The NFL is also gaining notoriety for its strict celebration policies adopted in 2013. Though the NFL has been cracking down on celebrations for more than 30 years, it seems to have reached the tipping point for some fans.
I hate the NFL taunting calls or flag on TD celebrations it takes all the fun and interest away then wonder why ratings going down.
— Manbeast Morris (@3d1Manbeast) November 13, 2016
I wonder if anyone at the NFL has said, “Maybe we should bring back end zone celebrations…” when they look at the ratings.
— Kyle Michael (@CaptainAntibody) November 14, 2016
— Kyle Beals (@Kbeals1015) November 18, 2016
“If you’re going to fine Vernon Davis for pretending to shoot a basketball — which he got fined 12 grand for — then you should penalize the officials whose incompetence cost the Buffalo Bills three points at the end of the first half against Seattle,” Van Pelt said.
NFL games are too time-consuming
It seems fans are also getting fed up with the length of NFL games.
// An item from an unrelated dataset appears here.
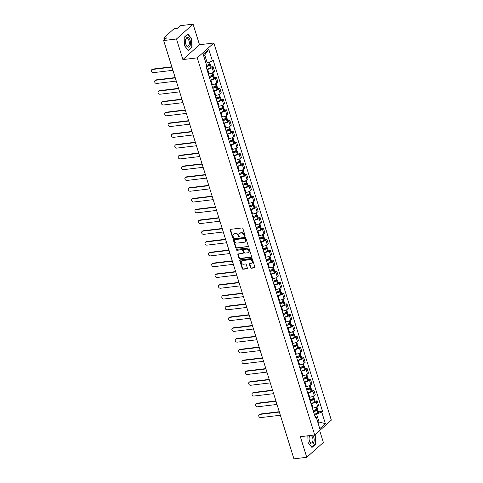 <?xml version="1.0" encoding="UTF-8"?>
<svg xmlns="http://www.w3.org/2000/svg" width="483" height="483" viewBox="0 0 483 483"><rect width="100%" height="100%" fill="white"/><g stroke="black" fill="none" stroke-linecap="round" stroke-linejoin="round"><path stroke-width="0.72" d="M244.827 236.284A0.519 0.423 -131.8 0 0 245.123 235.758L242.877 228.55A0.743 0.598 -131.8 0 0 242.031 227.952L230.651 229.322A0.743 0.598 -131.8 0 0 230.234 230.077L232.474 237.286A0.519 0.423 -131.8 0 0 233.361 237.177L233.072 236.247A2.373 1.92 -131.8 0 1 233.512 234.231A2.373 1.92 -131.8 0 1 234.418 233.832L235.366 233.718A2.373 1.92 -131.8 0 1 238.065 235.644L238.354 236.573A0.519 0.423 -131.8 0 0 239.242 236.471L238.952 235.535A2.373 1.92 -131.8 0 1 239.393 233.518A2.373 1.92 -131.8 0 1 240.299 233.12L241.246 233.005A2.373 1.92 -131.8 0 1 243.945 234.931L244.235 235.867A0.519 0.423 -131.8 0 0 244.827 236.284M250.429 267.648A0.743 0.598 -131.8 0 0 251.275 268.252L254.463 267.866A0.743 0.598 -131.8 0 0 254.885 267.111L252.392 259.105A0.743 0.598 -131.8 0 0 251.552 258.502L240.172 259.878A0.743 0.598 -131.8 0 0 239.749 260.633L242.243 268.639A0.743 0.598 -131.8 0 0 243.082 269.236L246.94 268.771A0.743 0.598 -131.8 0 0 247.362 268.017L246.294 264.593A0.743 0.598 -131.8 0 0 245.455 263.99L243.541 264.225A1.986 1.606 -131.8 0 1 241.482 263.066A1.986 1.606 -131.8 0 1 241.651 260.929A1.986 1.606 -131.8 0 1 242.412 260.597L249.904 259.691A1.986 1.606 -131.8 0 1 251.957 260.844A1.986 1.606 -131.8 0 1 251.788 262.981A1.986 1.606 -131.8 0 1 251.033 263.32L249.783 263.47A0.743 0.598 -131.8 0 0 249.361 264.225L250.429 267.648L250.762 267.353A0.743 0.598 -131.8 0 0 251.607 267.95L254.795 267.57A0.743 0.598 -131.8 0 0 254.879 267.552M182.888 59.578L199.497 44.738L193.079 24.15L176.47 38.99L182.888 59.578L197.251 57.845L314.711 434.978L300.348 436.71L306.759 457.304L293.942 458.85L163.652 40.536L166.593 37.909L164.594 38.151L164.975 39.358M176.47 38.99L163.652 40.536M247.894 246.771A0.743 0.598 -131.8 0 0 248.316 246.016L245.823 238.016A0.743 0.598 -131.8 0 0 244.978 237.413L233.597 238.789A0.743 0.598 -131.8 0 0 233.18 239.544L235.674 247.544A0.743 0.598 -131.8 0 0 236.513 248.147L248.226 246.475A0.743 0.598 -131.8 0 0 248.31 246.457M249.107 248.558L251.601 256.564A0.743 0.598 -131.8 0 1 251.178 257.318L239.797 258.695A0.743 0.598 -131.8 0 1 238.958 258.091L237.89 254.668A0.743 0.598 -131.8 0 1 238.312 253.913L242.925 253.352A0.743 0.598 -131.8 0 0 243.347 252.597L242.641 250.327A0.743 0.598 -131.8 0 0 241.796 249.723L236.99 250.303A0.519 0.423 -131.8 0 1 236.694 249.355L248.268 247.96A0.743 0.598 -131.8 0 1 249.107 248.558M193.079 24.15L180.262 25.696L177.321 28.328L175.329 28.563A1.509 0.435 -17.3 0 0 173.373 29.318L163.972 37.716A1.509 0.435 -17.3 0 0 163.815 38.006A1.509 0.435 -17.3 0 0 164.594 38.151M199.497 44.738L213.86 43.005L331.32 420.138L314.711 434.978M306.759 457.304L323.369 442.464L319.661 430.552M208.318 73.959L209.03 73.875A3.478 1.008 -17.3 0 0 213.516 72.148L212.097 67.59A3.478 1.008 162.7 0 1 207.605 69.311L206.899 69.401M212.097 67.59L213.112 66.684L211.023 66.938M213.516 72.148L214.53 71.243L213.112 66.684M214.386 77.715L216.469 77.461L215.454 78.367A3.478 1.008 162.7 0 1 210.962 80.093L210.256 80.178M211.675 84.736L212.387 84.652A3.478 1.008 -17.3 0 0 216.873 82.931L217.887 82.025L216.469 77.461M217.742 88.498L219.825 88.244L218.811 89.15A3.478 1.008 162.7 0 1 214.319 90.87L213.613 90.955M215.032 95.519L215.744 95.435A3.478 1.008 -17.3 0 0 220.236 93.708L221.244 92.802L219.825 88.244M221.099 99.275L223.182 99.021L222.168 99.927A3.478 1.008 162.7 0 1 217.676 101.653L216.97 101.738M218.388 106.296L219.101 106.212A3.478 1.008 -17.3 0 0 223.593 104.485L224.601 103.585L223.182 99.021M224.456 110.052L226.539 109.804L225.525 110.704A3.478 1.008 162.7 0 1 221.039 112.43L220.326 112.515M221.751 117.073L222.458 116.989A3.478 1.008 -17.3 0 0 226.95 115.268L227.958 114.362L226.539 109.804M227.813 120.835L229.896 120.581L228.882 121.487A3.478 1.008 162.7 0 1 224.396 123.207L223.683 123.292M225.108 127.856L225.815 127.772A3.478 1.008 -17.3 0 0 230.306 126.045L231.321 125.139L229.896 120.581M231.17 131.611L233.253 131.358L232.245 132.264A3.478 1.008 162.7 0 1 227.753 133.99L227.04 134.075M228.465 138.633L229.171 138.549A3.478 1.008 -17.3 0 0 233.663 136.828L234.678 135.922L233.253 131.358M234.527 142.388L236.61 142.141L235.601 143.046A3.478 1.008 162.7 0 1 231.109 144.767L230.403 144.852M231.822 149.41L232.528 149.325A3.478 1.008 -17.3 0 0 237.02 147.605L238.034 146.699L236.61 142.141M237.884 153.171L239.973 152.918L238.958 153.823A3.478 1.008 162.7 0 1 234.466 155.544L233.76 155.635M235.179 160.193L235.885 160.108A3.478 1.008 -17.3 0 0 240.377 158.382L241.391 157.476L239.973 152.918M241.24 163.948L243.329 163.695L242.315 164.6A3.478 1.008 162.7 0 1 237.823 166.327L237.117 166.412M238.536 170.97L239.242 170.885A3.478 1.008 -17.3 0 0 243.734 169.165L244.748 168.259L243.329 163.695M244.597 174.725L246.686 174.478L245.672 175.383A3.478 1.008 162.7 0 1 241.18 177.104L240.474 177.189M241.892 181.753L242.599 181.662A3.478 1.008 -17.3 0 0 247.091 179.942L248.105 179.036L246.686 174.478M247.954 185.508L250.043 185.255L249.029 186.16A3.478 1.008 162.7 0 1 244.537 187.881L243.83 187.972M245.249 192.53L245.956 192.445A3.478 1.008 -17.3 0 0 250.448 190.719L251.462 189.813L250.043 185.255M251.311 196.285L253.4 196.032L252.386 196.937A3.478 1.008 162.7 0 1 247.894 198.664L247.187 198.748M248.606 203.307L249.313 203.222A3.478 1.008 -17.3 0 0 253.804 201.502L254.819 200.596L253.4 196.032M254.668 207.068L256.757 206.815L255.742 207.72A3.478 1.008 162.7 0 1 251.251 209.441L250.544 209.525M251.963 214.09L252.675 213.999A3.478 1.008 -17.3 0 0 257.161 212.279L258.176 211.373L256.757 206.815M258.031 217.845L260.114 217.591L259.099 218.497A3.478 1.008 162.7 0 1 254.607 220.224L253.901 220.308M255.32 224.867L256.032 224.782A3.478 1.008 -17.3 0 0 260.518 223.055L261.532 222.156L260.114 217.591M261.388 228.622L263.47 228.374L262.456 229.274A3.478 1.008 162.7 0 1 257.964 231.001L257.258 231.085M258.677 235.644L259.389 235.559A3.478 1.008 -17.3 0 0 263.881 233.838L264.889 232.933L263.47 228.374M264.744 239.405L266.827 239.151L265.813 240.057A3.478 1.008 162.7 0 1 261.321 241.778L260.615 241.862M262.04 246.427L262.746 246.342A3.478 1.008 -17.3 0 0 267.238 244.615L268.246 243.71L266.827 239.151M268.101 250.182L270.184 249.928L269.17 250.834A3.478 1.008 162.7 0 1 264.684 252.561L263.972 252.645M265.396 257.204L266.103 257.119A3.478 1.008 -17.3 0 0 270.595 255.398L271.603 254.493L270.184 249.928M271.458 260.959L273.541 260.711L272.533 261.617A3.478 1.008 162.7 0 1 268.041 263.338L267.328 263.422M268.753 267.98L269.46 267.896A3.478 1.008 -17.3 0 0 273.952 266.175L274.966 265.27L273.541 260.711M274.815 271.742L276.898 271.488L275.89 272.394A3.478 1.008 162.7 0 1 271.398 274.115L270.685 274.199M272.11 278.763L272.817 278.679A3.478 1.008 -17.3 0 0 277.308 276.952L278.323 276.047L276.898 271.488M278.172 282.519L280.255 282.265L279.246 283.171A3.478 1.008 162.7 0 1 274.755 284.898L274.048 284.982M275.467 289.54L276.173 289.456A3.478 1.008 -17.3 0 0 280.665 287.735L281.68 286.83L280.255 282.265M281.529 293.296L283.618 293.048L282.603 293.954A3.478 1.008 162.7 0 1 278.111 295.674L277.405 295.759M278.824 300.323L279.53 300.233A3.478 1.008 -17.3 0 0 284.022 298.512L285.036 297.606L283.618 293.048M284.885 304.079L286.974 303.825L285.96 304.731A3.478 1.008 162.7 0 1 281.468 306.451L280.762 306.542M282.181 311.1L282.887 311.016A3.478 1.008 -17.3 0 0 287.379 309.289L288.393 308.383L286.974 303.825M288.242 314.856L290.331 314.602L289.317 315.508A3.478 1.008 162.7 0 1 284.825 317.234L284.119 317.319M285.538 321.877L286.244 321.793A3.478 1.008 -17.3 0 0 290.736 320.072L291.75 319.166L290.331 314.602M291.599 325.639L293.688 325.385L292.674 326.291A3.478 1.008 162.7 0 1 288.182 328.011L287.476 328.096M288.894 332.66L289.601 332.57A3.478 1.008 -17.3 0 0 294.093 330.849L295.107 329.943L293.688 325.385M294.956 336.416L297.045 336.162L296.031 337.068A3.478 1.008 162.7 0 1 291.539 338.788L290.832 338.879M292.251 343.437L292.958 343.353A3.478 1.008 -17.3 0 0 297.45 341.626L298.464 340.72L297.045 336.162M298.319 347.192L300.402 346.939L299.388 347.845A3.478 1.008 162.7 0 1 294.896 349.571L294.189 349.656M295.608 354.214L296.321 354.13A3.478 1.008 -17.3 0 0 300.806 352.409L301.821 351.503L300.402 346.939M301.676 357.975L303.759 357.722L302.744 358.627A3.478 1.008 162.7 0 1 298.252 360.348L297.546 360.433M298.965 364.997L299.677 364.913A3.478 1.008 -17.3 0 0 304.163 363.186L305.178 362.28L303.759 357.722M305.033 368.752L307.116 368.499L306.101 369.404A3.478 1.008 162.7 0 1 301.609 371.131L300.903 371.216M302.322 375.774L303.034 375.689A3.478 1.008 -17.3 0 0 307.526 373.963L308.534 373.063L307.116 368.499M308.389 379.529L310.472 379.282L309.458 380.187A3.478 1.008 162.7 0 1 304.966 381.908L304.26 381.993M305.685 386.551L306.391 386.466A3.478 1.008 -17.3 0 0 310.883 384.746L311.891 383.84L310.472 379.282M311.746 390.312L313.829 390.059L312.815 390.964A3.478 1.008 162.7 0 1 308.329 392.685L307.617 392.77M309.042 397.334L309.748 397.249A3.478 1.008 -17.3 0 0 314.24 395.523L315.254 394.617L313.829 390.059M315.103 401.089L317.186 400.836L316.178 401.741A3.478 1.008 162.7 0 1 311.686 403.468L310.974 403.553M312.398 408.111L313.105 408.026A3.478 1.008 -17.3 0 0 317.597 406.306L318.611 405.4L317.186 400.836M205.921 63.062L207.213 62.911L204.744 54.959L203.693 55.901M318.013 422.939L319.064 422.003L316.588 414.058L321.763 412.071L325.379 423.682L319.794 428.669L316.184 417.058L315.399 417.759L206.03 66.606L206.809 65.911L203.192 54.301L208.777 49.314L212.393 60.924L207.213 62.911M321.763 412.071L322.541 411.377L213.172 60.224L212.393 60.924M197.251 57.845L213.86 43.005M192.041 47.292L191.811 38.972L187.887 33.961L184.186 37.263L184.409 45.589L188.34 50.6L191.57 47.352M307.846 435.805L308.027 442.476L311.958 447.493L315.659 444.185L315.429 435.865L314.729 434.966M317.772 422.16L319.064 422.003L325.379 423.682M316.588 414.058L314.33 414.329M318.46 411.866L322.541 411.377M316.184 417.058L314.904 416.165M208.777 49.314L204.744 54.959M191.503 39.008L191.811 38.972M315.127 435.901L315.429 435.865M315.188 444.245L315.659 444.185M245.141 235.994A0.519 0.423 -131.8 0 1 244.567 235.571L244.277 234.635A2.373 1.92 -131.8 0 0 241.578 232.709L241.246 233.005M239.393 233.518L239.725 233.223A2.373 1.92 -131.8 0 1 240.631 232.824L241.578 232.709M233.512 234.231L233.844 233.935A2.373 1.92 -131.8 0 1 234.75 233.537L235.698 233.422A2.373 1.92 -131.8 0 1 238.397 235.348L238.687 236.278A0.519 0.423 -131.8 0 0 239.26 236.7M230.572 229.34A0.743 0.598 -131.8 0 0 230.566 229.781L232.806 236.99A0.519 0.423 -131.8 0 0 233.38 237.413M233.518 238.801A0.743 0.598 -131.8 0 0 233.512 239.242L236.006 247.248A0.743 0.598 -131.8 0 0 236.845 247.851L248.226 246.475M245.171 238.868A0.519 0.423 -131.8 0 0 244.579 238.445L234.593 239.653A0.519 0.423 -131.8 0 0 234.297 240.178L234.605 241.162A2.373 1.92 -131.8 0 0 237.304 243.088L244.132 242.267A2.373 1.92 -131.8 0 0 245.038 241.862A2.373 1.92 -131.8 0 0 245.479 239.852L245.171 238.868L245.503 238.572A0.519 0.423 -131.8 0 0 244.911 238.149L244.579 238.445M234.617 239.628A0.519 0.423 -131.8 0 1 234.925 239.357L244.911 238.149M245.038 241.862L245.37 241.566A2.373 1.92 -131.8 0 0 245.811 239.556L245.479 239.852M245.503 238.572L245.811 239.556M238.228 253.925A0.743 0.598 -131.8 0 0 238.222 254.366L239.29 257.795A0.743 0.598 -131.8 0 0 240.129 258.393L251.51 257.022A0.743 0.598 -131.8 0 0 251.595 257.004M243.209 253.231L243.541 252.929A0.743 0.598 -131.8 0 0 243.68 252.301L242.973 250.031A0.743 0.598 -131.8 0 0 242.128 249.427L236.99 250.303M236.718 249.355A0.519 0.423 -131.8 0 0 237.322 250.007M247.713 252.772A1.986 1.606 -131.8 0 0 248.473 252.44A1.986 1.606 -131.8 0 0 248.642 250.303A1.986 1.606 -131.8 0 0 246.584 249.143L243.945 249.463A0.743 0.598 -131.8 0 0 243.523 250.218L244.235 252.494A0.743 0.598 -131.8 0 0 245.074 253.092L247.713 252.772M248.473 252.44L248.805 252.144A1.986 1.606 -131.8 0 0 248.974 250.007A1.986 1.606 -131.8 0 0 246.916 248.848L246.584 249.143M243.661 249.59L243.993 249.294A0.743 0.598 -131.8 0 1 244.277 249.168L246.916 248.848M249.699 263.483A0.743 0.598 -131.8 0 0 249.693 263.923L250.762 267.353M251.788 262.981L252.12 262.686A1.986 1.606 -131.8 0 0 252.289 260.548A1.986 1.606 -131.8 0 0 250.236 259.389L249.904 259.691M241.651 260.929L241.983 260.633A1.986 1.606 -131.8 0 1 242.744 260.295L250.236 259.389M240.087 259.896A0.743 0.598 -131.8 0 0 240.081 260.337L242.575 268.343A0.743 0.598 -131.8 0 0 243.414 268.94L247.272 268.476A0.743 0.598 -131.8 0 0 247.356 268.457M207.702 65.018L209.381 64.963L209.006 65.326A4.764 1.377 162.7 0 1 206.163 66.485M151.68 69.775L152.109 69.389A1.739 1.407 48.2 0 1 152.773 69.099L152.344 69.486A1.739 1.407 -131.8 0 0 151.68 69.775A1.739 1.407 -131.8 0 0 151.529 71.647A1.739 1.407 -131.8 0 0 153.334 72.661L172.92 70.295M206.09 66.805A5.748 1.66 -17.3 0 0 209.622 65.374L209.7 65.332A1.908 0.549 -17.3 0 0 210.322 64.668A1.908 0.549 -17.3 0 0 209.338 64.487L208.716 64.565M206.875 69.323A5.748 1.66 -17.3 0 0 210.413 67.898L210.491 67.849A1.908 0.549 -17.3 0 0 211.107 67.191L210.322 64.668M209.495 62.029L209.978 63.563A1.908 0.549 162.7 0 1 209.356 64.221L209.278 64.269A5.748 1.66 162.7 0 1 206.658 65.41M152.773 69.099L171.833 66.799M152.344 69.486L171.93 67.119M185.695 39.371A4.915 2.524 83.1 0 0 186.812 46.211A4.915 2.524 83.1 0 0 190.272 45.221A4.915 2.524 83.1 0 0 189.155 38.38A4.915 2.524 83.1 0 0 185.695 39.371M185.659 40.149A3.719 1.908 83.1 0 0 185.864 44.128A3.719 1.908 83.1 0 0 187.845 46.06A3.719 1.908 83.1 0 0 189.131 44.581A3.719 1.908 83.1 0 0 188.931 40.608A3.719 1.908 83.1 0 0 186.951 38.67A3.719 1.908 83.1 0 0 185.659 40.149M184.192 37.426L187.766 34.233L191.57 39.093L191.787 47.153L188.201 50.359L184.409 45.517M309.561 435.6A4.915 2.524 83.1 0 0 309.313 436.264A4.915 2.524 83.1 0 0 310.43 443.104A4.915 2.524 83.1 0 0 313.896 442.114A4.915 2.524 83.1 0 0 312.73 435.213M309.283 437.043A3.719 1.908 83.1 0 0 309.482 441.021A3.719 1.908 83.1 0 0 311.463 442.953A3.719 1.908 83.1 0 0 312.749 441.474A3.719 1.908 83.1 0 0 312.549 437.501A3.719 1.908 83.1 0 0 310.569 435.563A3.719 1.908 83.1 0 0 309.283 437.043M314.427 435.008L315.188 435.986L315.405 444.046L311.819 447.252L308.027 442.404M211.059 75.801L212.737 75.74L212.363 76.103A4.764 1.377 162.7 0 1 209.362 77.31M155.037 80.558L155.466 80.172A1.739 1.407 48.2 0 1 156.13 79.876L155.701 80.263A1.739 1.407 -131.8 0 0 155.037 80.558A1.739 1.407 -131.8 0 0 154.886 82.43A1.739 1.407 -131.8 0 0 156.691 83.444L176.277 81.078M209.447 77.582A5.748 1.66 -17.3 0 0 212.985 76.151L213.063 76.109A1.908 0.549 -17.3 0 0 213.679 75.451A1.908 0.549 -17.3 0 0 212.695 75.27L212.073 75.342M210.232 80.106A5.748 1.66 -17.3 0 0 213.77 78.675L213.848 78.632A1.908 0.549 -17.3 0 0 214.464 77.968L213.679 75.451M212.804 72.649L213.335 74.346A1.908 0.549 162.7 0 1 212.713 75.004L212.641 75.046A5.748 1.66 162.7 0 1 209.103 76.477M156.13 79.876L175.19 77.576M155.701 80.263L175.293 77.896M214.416 86.578L216.094 86.523L215.72 86.886A4.764 1.377 162.7 0 1 212.719 88.087M158.394 91.335L158.822 90.949A1.739 1.407 48.2 0 1 159.487 90.659L159.058 91.039A1.739 1.407 -131.8 0 0 158.394 91.335A1.739 1.407 -131.8 0 0 158.243 93.207A1.739 1.407 -131.8 0 0 160.048 94.221L179.64 91.855M212.804 88.359A5.748 1.66 -17.3 0 0 216.342 86.934L216.42 86.886A1.908 0.549 -17.3 0 0 217.036 86.228A1.908 0.549 -17.3 0 0 216.052 86.046L215.43 86.119M213.589 90.882A5.748 1.66 -17.3 0 0 217.127 89.452L217.205 89.409A1.908 0.549 -17.3 0 0 217.821 88.751L217.036 86.228M216.161 83.426L216.692 85.123A1.908 0.549 162.7 0 1 216.076 85.781L215.998 85.823A5.748 1.66 162.7 0 1 212.46 87.254M159.487 90.659L178.547 88.353M159.058 91.039L178.65 88.679M217.773 97.355L219.451 97.3L219.077 97.663A4.764 1.377 162.7 0 1 216.076 98.87M161.751 102.112L162.179 101.726A1.739 1.407 48.2 0 1 162.843 101.436L162.415 101.822A1.739 1.407 -131.8 0 0 161.751 102.112A1.739 1.407 -131.8 0 0 161.6 103.99A1.739 1.407 -131.8 0 0 163.405 104.998L182.997 102.631M216.161 99.142A5.748 1.66 -17.3 0 0 219.699 97.711L219.777 97.669A1.908 0.549 -17.3 0 0 220.393 97.005A1.908 0.549 -17.3 0 0 219.409 96.823L218.787 96.902M216.945 101.665A5.748 1.66 -17.3 0 0 220.483 100.235L220.562 100.186A1.908 0.549 -17.3 0 0 221.178 99.528L220.393 97.005M219.517 94.203L220.049 95.9A1.908 0.549 162.7 0 1 219.433 96.564L219.354 96.606A5.748 1.66 162.7 0 1 215.816 98.037M162.843 101.436L181.904 99.136M162.415 101.822L182.006 99.456M221.129 108.138L222.808 108.077L222.434 108.44A4.764 1.377 162.7 0 1 219.433 109.647M165.108 112.895L165.542 112.509A1.739 1.407 48.2 0 1 166.2 112.213L165.772 112.599A1.739 1.407 -131.8 0 0 165.108 112.895A1.739 1.407 -131.8 0 0 164.957 114.767A1.739 1.407 -131.8 0 0 166.762 115.781L186.353 113.414M219.517 109.919A5.748 1.66 -17.3 0 0 223.055 108.488L223.134 108.446A1.908 0.549 -17.3 0 0 223.75 107.787A1.908 0.549 -17.3 0 0 222.766 107.606L222.15 107.679M220.308 112.442A5.748 1.66 -17.3 0 0 223.84 111.012L223.919 110.969A1.908 0.549 -17.3 0 0 224.535 110.311L223.75 107.787M222.874 104.986L223.406 106.683A1.908 0.549 162.7 0 1 222.79 107.341L222.711 107.383A5.748 1.66 162.7 0 1 219.173 108.814M166.2 112.213L185.261 109.913M165.772 112.599L185.363 110.233M224.492 118.915L226.171 118.86L225.79 119.223A4.764 1.377 162.7 0 1 222.79 120.424M168.464 123.672L168.899 123.286A1.739 1.407 48.2 0 1 169.563 122.996L169.128 123.382A1.739 1.407 -131.8 0 0 168.464 123.672A1.739 1.407 -131.8 0 0 168.313 125.544A1.739 1.407 -131.8 0 0 170.119 126.558L189.71 124.191M222.874 120.702A5.748 1.66 -17.3 0 0 226.412 119.271L226.491 119.223A1.908 0.549 -17.3 0 0 227.107 118.564A1.908 0.549 -17.3 0 0 226.122 118.383L225.507 118.456M223.665 123.219A5.748 1.66 -17.3 0 0 227.197 121.788L227.276 121.746A1.908 0.549 -17.3 0 0 227.891 121.088L227.107 118.564M226.231 115.763L226.762 117.46A1.908 0.549 162.7 0 1 226.147 118.118L226.068 118.166A5.748 1.66 162.7 0 1 222.53 119.591M169.563 122.996L188.618 120.69M169.128 123.382L188.72 121.016M227.849 129.692L229.528 129.637L229.147 129.999A4.764 1.377 162.7 0 1 226.153 131.207M171.821 134.449L172.256 134.063A1.739 1.407 48.2 0 1 172.92 133.773L172.485 134.159A1.739 1.407 -131.8 0 0 171.821 134.449A1.739 1.407 -131.8 0 0 171.67 136.327A1.739 1.407 -131.8 0 0 173.475 137.335L193.067 134.968M226.237 131.479A5.748 1.66 -17.3 0 0 229.769 130.048L229.848 130.005A1.908 0.549 -17.3 0 0 230.463 129.347A1.908 0.549 -17.3 0 0 229.479 129.16L228.864 129.239M227.022 134.002A5.748 1.66 -17.3 0 0 230.554 132.571L230.632 132.523A1.908 0.549 -17.3 0 0 231.248 131.865L230.463 129.347M229.588 126.54L230.119 128.237A1.908 0.549 162.7 0 1 229.503 128.901L229.425 128.943A5.748 1.66 162.7 0 1 225.893 130.374M172.92 133.773L191.974 131.473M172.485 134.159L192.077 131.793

The average game time in 2015 was 3 hours, 9 minutes and 26 seconds, according to The Oregonian, which was about 4 minutes longer than the average run time in 2014.
3+ hrs to play 1 hr of game time, too many commercials, and awful/inconsistent officiating. This is why @NFL ratings are down.
— Shan Caruso (@schman_317) November 13, 2016
Problem with NFL ratings is scheduling bad and meaningless matchups; 2 many commercials 2 often; too many penalties; bad officiating
— Teri DeLoache Tanner (@terideloache) November 15, 2016
@NFL too many commercials, too many reviews and too many penalties = a terrible viewing experience. This is why your ratings are down
— Rodney Street (@Rodney_Street) November 13, 2016
These longer games are partially due to the NFL’s new rules about reviewing touchdowns and interceptions, but as Van Pelt added, advertisements are playing an increasingly bigger role in this as well.
“You cannot continue to have touchdown, extra point, commercial, kickoff, commercial. It makes the live-viewing experience impossible. And it’s why nobody watches anything but the RedZone.”
NFL on the rebound?
Whatever factors were affecting the NFL’s ratings through the first half of the season seem to be inconsequential now, as ratings are back on par with previous years.
So maybe the NFL isn’t doomed after all, which is what ESPN President John Skipper has been trying to convince his viewers.
“I’m not worried,” Skipper said. “The reason sports will continue to thrive is the popularity of sports, the passion of fans, and the value of sports to marketers and to distributors has never been higher,”
And maybe the NFL’s ratings could be even higher if kickers stopped missing their sub-30 yard field goal attempts.